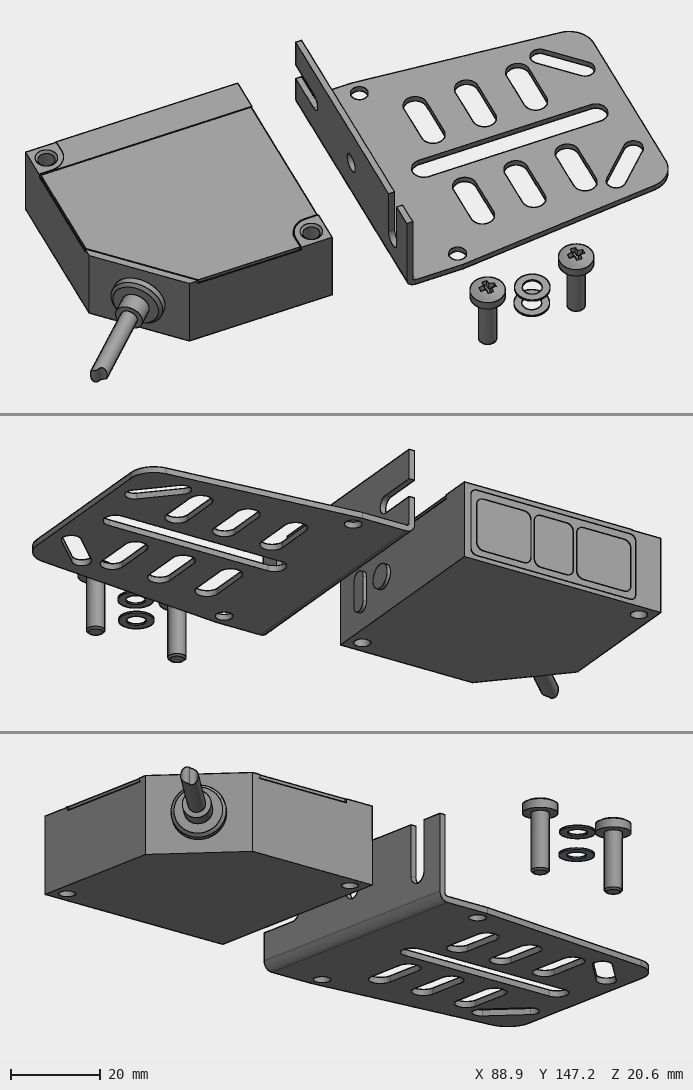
import cadquery as cq
import math


BRACKET_WIDTH = 61.0
BRACKET_LENGTH = 68.0
BRACKET_HEIGHT = 20.6
SHEET = 1.5
BEND_RADIUS = 2.2
STRAIGHT_LENGTH = 13.8
FAR_END_WIDTH = 50.4
FAR_CORNER_RADIUS = 6.0
PLATE_SLOT_WIDTH = 5.5
CENTRE_SLOT_LENGTH = 47.5
CENTRE_SLOT_Y = 38.7
CROSS_SLOT_LENGTH = 15.2
CROSS_SLOT_X = 13.5
CROSS_SLOT_Y = 36.4
CROSS_SLOT_PITCH = 12.5
DIAGONAL_SLOT_LENGTH = 15.2
DIAGONAL_SLOT_WIDTH = 4.4
DIAGONAL_SLOT_X = 17.1
DIAGONAL_SLOT_Y = 59.2
PLATE_HOLE_DIAMETER = 4.0
PLATE_HOLE_X = 27.0
PLATE_HOLE_Y = 14.0

FLANGE_OPENING = 4.4
SIDE_SLOT_Z = 11.0
SIDE_SLOT_DEPTH = 12.1
TOP_SLOT_X = 22.7
TOP_SLOT_DEPTH = 14.5
FLANGE_HOLE_Z = 10.9

SENSOR_SIDE = 51.9
SENSOR_HEIGHT = 18.7
SENSOR_LEFT = -25.2
SENSOR_BACK = -16.5
SENSOR_BOTTOM = 0.9
SENSOR_RIGHT = SENSOR_LEFT + SENSOR_SIDE
SENSOR_FRONT = SENSOR_BACK - SENSOR_SIDE
SENSOR_TOP = SENSOR_BOTTOM + SENSOR_HEIGHT
SENSOR_MID_Z = SENSOR_BOTTOM + SENSOR_HEIGHT / 2
CORNER_CUT = 17.0

LENS_STRIP = 7.8
CABLE_STRIP_LEG = 2.2
LID_DEPTH = 0.9
LID_GAP = 0.22

PAD_SIDE = 7.5
PAD_RADIUS = 4.4
PAD_DROP = 0.1
MOUNT_HOLE_DIAMETER = 3.8
MOUNT_HOLE_CHAMFER = 0.6
MOUNT_HOLE_INSET = 3.5

LENS_PANEL_WIDTH = 43.5
LENS_PANEL_HEIGHT = 16.4
LENS_PANEL_OFFSET = 1.8
LENS_PANEL_RADIUS = 1.5
LENS_PANEL_DEPTH = 0.1
WINDOW_HEIGHT = 13.0
WINDOW_RADIUS = 1.8
WINDOW_DEPTH = 0.1
WINDOW_MARGIN = 1.6
WINDOW_GAP = 0.9
WINDOW_WIDTHS = (14.3, 10.3, 14.3)

CONTROL_HEIGHT = 0.9
ADJUSTER_DIAMETER = 5.9
ADJUSTER_X = 8.7
SWITCH_WIDTH = 3.8
SWITCH_LENGTH = 10.0
SWITCH_X = 17.7

GLAND_DIAMETER = 12.4
GLAND_THICKNESS = 2.2
GLAND_CHAMFER = 0.7
NECK_DIAMETER = 6.5
NECK_END = 6.3
CABLE_DIAMETER = 4.0
CABLE_END = 25.2
CABLE_WAVE = 0.7

HEAD_DIAMETER = 8.0
HEAD_RIM = 2.0
HEAD_HEIGHT = 3.2
SHANK_DIAMETER = 4.1
SHANK_LENGTH = 14.0
SHANK_CHAMFER = 0.5
RECESS_SPAN = 3.8
RECESS_WIDTH = 1.3
RECESS_DEPTH = 1.3
RECESS_TAPER = 15
SCREW_SEATS = ((53.6, 31.1, 16.8), (54.4, 9.1, 16.2))

WASHER_DIAMETER = 8.0
WASHER_HOLE = 4.4
WASHER_THICKNESS = 0.5
WASHER_CENTRES = ((54.4, 20.0, 14.3), (54.0, 20.0, 9.0))


def plate_slots(centres, length, width, angle=0):
    """Vertical slot cutters through the bracket's plate."""
    slots = cq.Workplane("XY").pushPoints(centres).slot2D(length, width, angle)
    return slots.extrude(SHEET)


def make_bracket():
    """Sheet-metal angle: a tapered, slotted plate and an upright flange."""
    profile = [
        (0, 0),
        (BRACKET_LENGTH, 0),
        (BRACKET_LENGTH, SHEET),
        (SHEET, SHEET),
        (SHEET, BRACKET_HEIGHT),
        (0, BRACKET_HEIGHT),
    ]
    angle = cq.Workplane("YZ").polyline(profile).close().extrude(BRACKET_WIDTH / 2, both=True)
    angle = angle.edges(cq.NearestToPointSelector((0, 0, 0))).fillet(BEND_RADIUS)
    inner_edge = cq.NearestToPointSelector((0, SHEET, SHEET))
    angle = angle.edges(inner_edge).fillet(BEND_RADIUS - SHEET)

    half_width = BRACKET_WIDTH / 2
    half_end = FAR_END_WIDTH / 2
    outline = [
        (-half_width, 0),
        (half_width, 0),
        (half_width, STRAIGHT_LENGTH),
        (half_end, BRACKET_LENGTH),
        (-half_end, BRACKET_LENGTH),
        (-half_width, STRAIGHT_LENGTH),
    ]
    blank = cq.Workplane("XY").polyline(outline).close().extrude(BRACKET_HEIGHT)
    blank = blank.edges("|Z and >Y").fillet(FAR_CORNER_RADIUS)
    bracket = angle.intersect(blank)

    bracket = bracket.cut(plate_slots([(0, CENTRE_SLOT_Y)], CENTRE_SLOT_LENGTH, PLATE_SLOT_WIDTH, 90))
    cross_centres = [
        (side * CROSS_SLOT_X, CROSS_SLOT_Y + row * CROSS_SLOT_PITCH)
        for side in (-1, 1)
        for row in (-1, 0, 1)
    ]
    bracket = bracket.cut(plate_slots(cross_centres, CROSS_SLOT_LENGTH, PLATE_SLOT_WIDTH))
    for side in (-1, 1):
        centre = (side * DIAGONAL_SLOT_X, DIAGONAL_SLOT_Y)
        slot = plate_slots([centre], DIAGONAL_SLOT_LENGTH, DIAGONAL_SLOT_WIDTH, -45 * side)
        bracket = bracket.cut(slot)
    holes = cq.Workplane("XY").pushPoints([(-PLATE_HOLE_X, PLATE_HOLE_Y), (PLATE_HOLE_X, PLATE_HOLE_Y)])
    bracket = bracket.cut(holes.circle(PLATE_HOLE_DIAMETER / 2).extrude(SHEET))
    return bracket.cut(flange_openings())


def flange_openings():
    """Cutters for the flange: a slot open to the left, one open to the top, and a hole."""
    flange = cq.Workplane("XZ")
    side_slot = flange.center(-BRACKET_WIDTH / 2, SIDE_SLOT_Z)
    side_slot = side_slot.slot2D(2 * SIDE_SLOT_DEPTH, FLANGE_OPENING).extrude(-SHEET)
    top_slot = flange.center(TOP_SLOT_X, BRACKET_HEIGHT)
    top_slot = top_slot.slot2D(2 * TOP_SLOT_DEPTH, FLANGE_OPENING, 90).extrude(-SHEET)
    hole = flange.center(0, FLANGE_HOLE_Z).circle(FLANGE_OPENING / 2).extrude(-SHEET)
    return side_slot.union(top_slot).union(hole)


def corner_pad(corner_x, corner_y, inward, depth, margin=0):
    """Block under a top corner, its inner corner rounded; inward is +1 or -1 along X and Y."""
    side = PAD_SIDE + margin
    centre = (corner_x + inward * side / 2, corner_y + inward * side / 2)
    pad = cq.Workplane("XY", origin=(0, 0, SENSOR_TOP - depth)).center(*centre)
    pad = pad.rect(side, side).extrude(depth)
    inner_point = (corner_x + inward * side, corner_y + inward * side, SENSOR_TOP - depth / 2)
    return pad.edges(cq.NearestToPointSelector(inner_point)).fillet(PAD_RADIUS + margin)


def cut_lid_groove(body):
    """Cut a narrow groove around the lid; it is an open ledge along the outer sides."""
    lid_left = SENSOR_LEFT + LENS_STRIP
    cut = CORNER_CUT + CABLE_STRIP_LEG
    outline = [
        (lid_left, SENSOR_FRONT),
        (SENSOR_RIGHT - cut, SENSOR_FRONT),
        (SENSOR_RIGHT, SENSOR_FRONT + cut),
        (SENSOR_RIGHT, SENSOR_BACK),
        (lid_left, SENSOR_BACK),
    ]
    floor = cq.Workplane("XY", origin=(0, 0, SENSOR_TOP - LID_DEPTH))
    pocket = floor.polyline(outline).close().extrude(LID_DEPTH)
    pocket = pocket.cut(corner_pad(SENSOR_RIGHT, SENSOR_BACK, -1, LID_DEPTH))
    lid = floor.polyline(outline).close().offset2D(-LID_GAP).extrude(LID_DEPTH)
    lid = lid.cut(corner_pad(SENSOR_RIGHT, SENSOR_BACK, -1, LID_DEPTH, LID_GAP))
    return body.cut(pocket.cut(lid))


def cut_mount_holes(body):
    """Two countersunk through holes in opposite corners."""
    inset = MOUNT_HOLE_INSET
    centres = [(SENSOR_LEFT + inset, SENSOR_FRONT + inset), (SENSOR_RIGHT - inset, SENSOR_BACK - inset)]
    tops = (SENSOR_TOP - PAD_DROP, SENSOR_TOP)
    radius = MOUNT_HOLE_DIAMETER / 2
    for centre, top in zip(centres, tops):
        depth = top - SENSOR_BOTTOM
        hole = cq.Workplane("XY", origin=(*centre, SENSOR_BOTTOM)).circle(radius).extrude(depth)
        mouth = cq.Solid.makeCone(
            radius,
            radius + MOUNT_HOLE_CHAMFER,
            MOUNT_HOLE_CHAMFER,
            pnt=cq.Vector(*centre, top - MOUNT_HOLE_CHAMFER),
        )
        body = body.cut(hole).cut(cq.Workplane(mouth))
    return body


def lens_block(centre_y, width, height, radius, start, depth):
    """Rounded rectangular cutter that goes in +X from a plane `start` behind the lens face."""
    block = cq.Workplane("YZ", origin=(SENSOR_LEFT + start, centre_y, SENSOR_MID_Z))
    return block.rect(width, height).extrude(depth).edges("|X").fillet(radius)


def cut_lens_panel(body):
    """Shallow panel in the lens face with three windows sunk into it."""
    panel_edge = SENSOR_BACK - LENS_PANEL_OFFSET
    panel_y = panel_edge - LENS_PANEL_WIDTH / 2
    panel = lens_block(panel_y, LENS_PANEL_WIDTH, LENS_PANEL_HEIGHT, LENS_PANEL_RADIUS, 0, LENS_PANEL_DEPTH)
    body = body.cut(panel)
    window_edge = panel_edge - WINDOW_MARGIN
    for width in WINDOW_WIDTHS:
        window_y = window_edge - width / 2
        window = lens_block(window_y, width, WINDOW_HEIGHT, WINDOW_RADIUS, LENS_PANEL_DEPTH, WINDOW_DEPTH)
        body = body.cut(window)
        window_edge -= width + WINDOW_GAP
    return body


def add_controls(body):
    """Round adjuster and upright oblong switch on the back face."""
    back = cq.Workplane("XZ", origin=(0, SENSOR_BACK, SENSOR_MID_Z))
    adjuster = back.center(ADJUSTER_X, 0).circle(ADJUSTER_DIAMETER / 2).extrude(-CONTROL_HEIGHT)
    switch = back.center(SWITCH_X, 0).slot2D(SWITCH_LENGTH, SWITCH_WIDTH, 90).extrude(-CONTROL_HEIGHT)
    return body.union(adjuster).union(switch)


def make_cable():
    """Gland, neck and cable along local +X from the origin, local Z up."""
    base = cq.Workplane("YZ")
    gland = base.circle(GLAND_DIAMETER / 2).extrude(GLAND_THICKNESS)
    gland = gland.faces(">X").edges().chamfer(GLAND_CHAMFER)
    neck = base.circle(NECK_DIAMETER / 2).extrude(NECK_END)
    cable = base.circle(CABLE_DIAMETER / 2).extrude(CABLE_END + CABLE_WAVE)

    radius = CABLE_DIAMETER / 2
    envelope = (
        cq.Workplane("XY", origin=(0, 0, -radius))
        .moveTo(0, -radius)
        .lineTo(CABLE_END, -radius)
        .threePointArc((CABLE_END + CABLE_WAVE, -radius / 2), (CABLE_END, 0))
        .threePointArc((CABLE_END - CABLE_WAVE, radius / 2), (CABLE_END, radius))
        .lineTo(0, radius)
        .close()
        .extrude(2 * radius)
    )
    return gland.union(neck).union(cable.intersect(envelope))


def make_sensor():
    """Square sensor housing with its lid groove, lens panel, controls and cable."""
    outline = [
        (SENSOR_LEFT, SENSOR_FRONT),
        (SENSOR_RIGHT - CORNER_CUT, SENSOR_FRONT),
        (SENSOR_RIGHT, SENSOR_FRONT + CORNER_CUT),
        (SENSOR_RIGHT, SENSOR_BACK),
        (SENSOR_LEFT, SENSOR_BACK),
    ]
    body = cq.Workplane("XY", origin=(0, 0, SENSOR_BOTTOM)).polyline(outline).close().extrude(SENSOR_HEIGHT)
    body = cut_lid_groove(body)
    body = body.cut(corner_pad(SENSOR_LEFT, SENSOR_FRONT, 1, PAD_DROP))
    body = cut_mount_holes(body)
    body = cut_lens_panel(body)
    body = add_controls(body)
    cut_middle = (SENSOR_RIGHT - CORNER_CUT / 2, SENSOR_FRONT + CORNER_CUT / 2, SENSOR_MID_Z)
    cable = make_cable().rotate((0, 0, 0), (0, 0, 1), -45).translate(cut_middle)
    return body.union(cable)


def make_screw():
    """Domed cross-recess screw with the underside of its head at Z = 0."""
    shank = cq.Workplane("XY").circle(SHANK_DIAMETER / 2).extrude(-SHANK_LENGTH)
    shank = shank.faces("<Z").edges().chamfer(SHANK_CHAMFER)
    rim = HEAD_DIAMETER / 2
    dome_rise = HEAD_HEIGHT - HEAD_RIM
    dome_radius = (rim**2 + dome_rise**2) / (2 * dome_rise)
    dome_angle = math.asin(rim / dome_radius) / 2
    dome_middle = (
        dome_radius * math.sin(dome_angle),
        HEAD_HEIGHT - dome_radius * (1 - math.cos(dome_angle)),
    )
    head = (
        cq.Workplane("XZ")
        .lineTo(rim, 0)
        .lineTo(rim, HEAD_RIM)
        .threePointArc(dome_middle, (0, HEAD_HEIGHT))
        .close()
        .revolve(360, (0, 0), (0, 1))
    )
    mouth = cq.Workplane("XY", origin=(0, 0, HEAD_HEIGHT))
    recess = mouth.rect(RECESS_SPAN, RECESS_WIDTH).extrude(-RECESS_DEPTH, taper=RECESS_TAPER)
    crossing = mouth.rect(RECESS_WIDTH, RECESS_SPAN).extrude(-RECESS_DEPTH, taper=RECESS_TAPER)
    return shank.union(head).cut(recess.union(crossing))


def make_washer():
    """Flat washer centred on the origin."""
    washer = cq.Workplane("XY").circle(WASHER_DIAMETER / 2).circle(WASHER_HOLE / 2)
    return washer.extrude(WASHER_THICKNESS / 2, both=True)


bracket = make_bracket()
sensor = make_sensor()
screws = [make_screw().translate(seat) for seat in SCREW_SEATS]
washers = [make_washer().translate(centre) for centre in WASHER_CENTRES]

result = cq.Compound.makeCompound(
    [
        bracket.val(),
        sensor.val(),
        *[screw.val() for screw in screws],
        *[washer.val() for washer in washers],
    ]
)

^^^^^^^^

▶ What is required
Without any pictures, output exactly the lines from the start of the material through the line that contains "LENS_PANEL_HEIGHT = 16.4", and only those.

▶ Your solution
import cadquery as cq
import math


BRACKET_WIDTH = 61.0
BRACKET_LENGTH = 68.0
BRACKET_HEIGHT = 20.6
SHEET = 1.5
BEND_RADIUS = 2.2
STRAIGHT_LENGTH = 13.8
FAR_END_WIDTH = 50.4
FAR_CORNER_RADIUS = 6.0
PLATE_SLOT_WIDTH = 5.5
CENTRE_SLOT_LENGTH = 47.5
CENTRE_SLOT_Y = 38.7
CROSS_SLOT_LENGTH = 15.2
CROSS_SLOT_X = 13.5
CROSS_SLOT_Y = 36.4
CROSS_SLOT_PITCH = 12.5
DIAGONAL_SLOT_LENGTH = 15.2
DIAGONAL_SLOT_WIDTH = 4.4
DIAGONAL_SLOT_X = 17.1
DIAGONAL_SLOT_Y = 59.2
PLATE_HOLE_DIAMETER = 4.0
PLATE_HOLE_X = 27.0
PLATE_HOLE_Y = 14.0

FLANGE_OPENING = 4.4
SIDE_SLOT_Z = 11.0
SIDE_SLOT_DEPTH = 12.1
TOP_SLOT_X = 22.7
TOP_SLOT_DEPTH = 14.5
FLANGE_HOLE_Z = 10.9

SENSOR_SIDE = 51.9
SENSOR_HEIGHT = 18.7
SENSOR_LEFT = -25.2
SENSOR_BACK = -16.5
SENSOR_BOTTOM = 0.9
SENSOR_RIGHT = SENSOR_LEFT + SENSOR_SIDE
SENSOR_FRONT = SENSOR_BACK - SENSOR_SIDE
SENSOR_TOP = SENSOR_BOTTOM + SENSOR_HEIGHT
SENSOR_MID_Z = SENSOR_BOTTOM + SENSOR_HEIGHT / 2
CORNER_CUT = 17.0

LENS_STRIP = 7.8
CABLE_STRIP_LEG = 2.2
LID_DEPTH = 0.9
LID_GAP = 0.22

PAD_SIDE = 7.5
PAD_RADIUS = 4.4
PAD_DROP = 0.1
MOUNT_HOLE_DIAMETER = 3.8
MOUNT_HOLE_CHAMFER = 0.6
MOUNT_HOLE_INSET = 3.5

LENS_PANEL_WIDTH = 43.5
LENS_PANEL_HEIGHT = 16.4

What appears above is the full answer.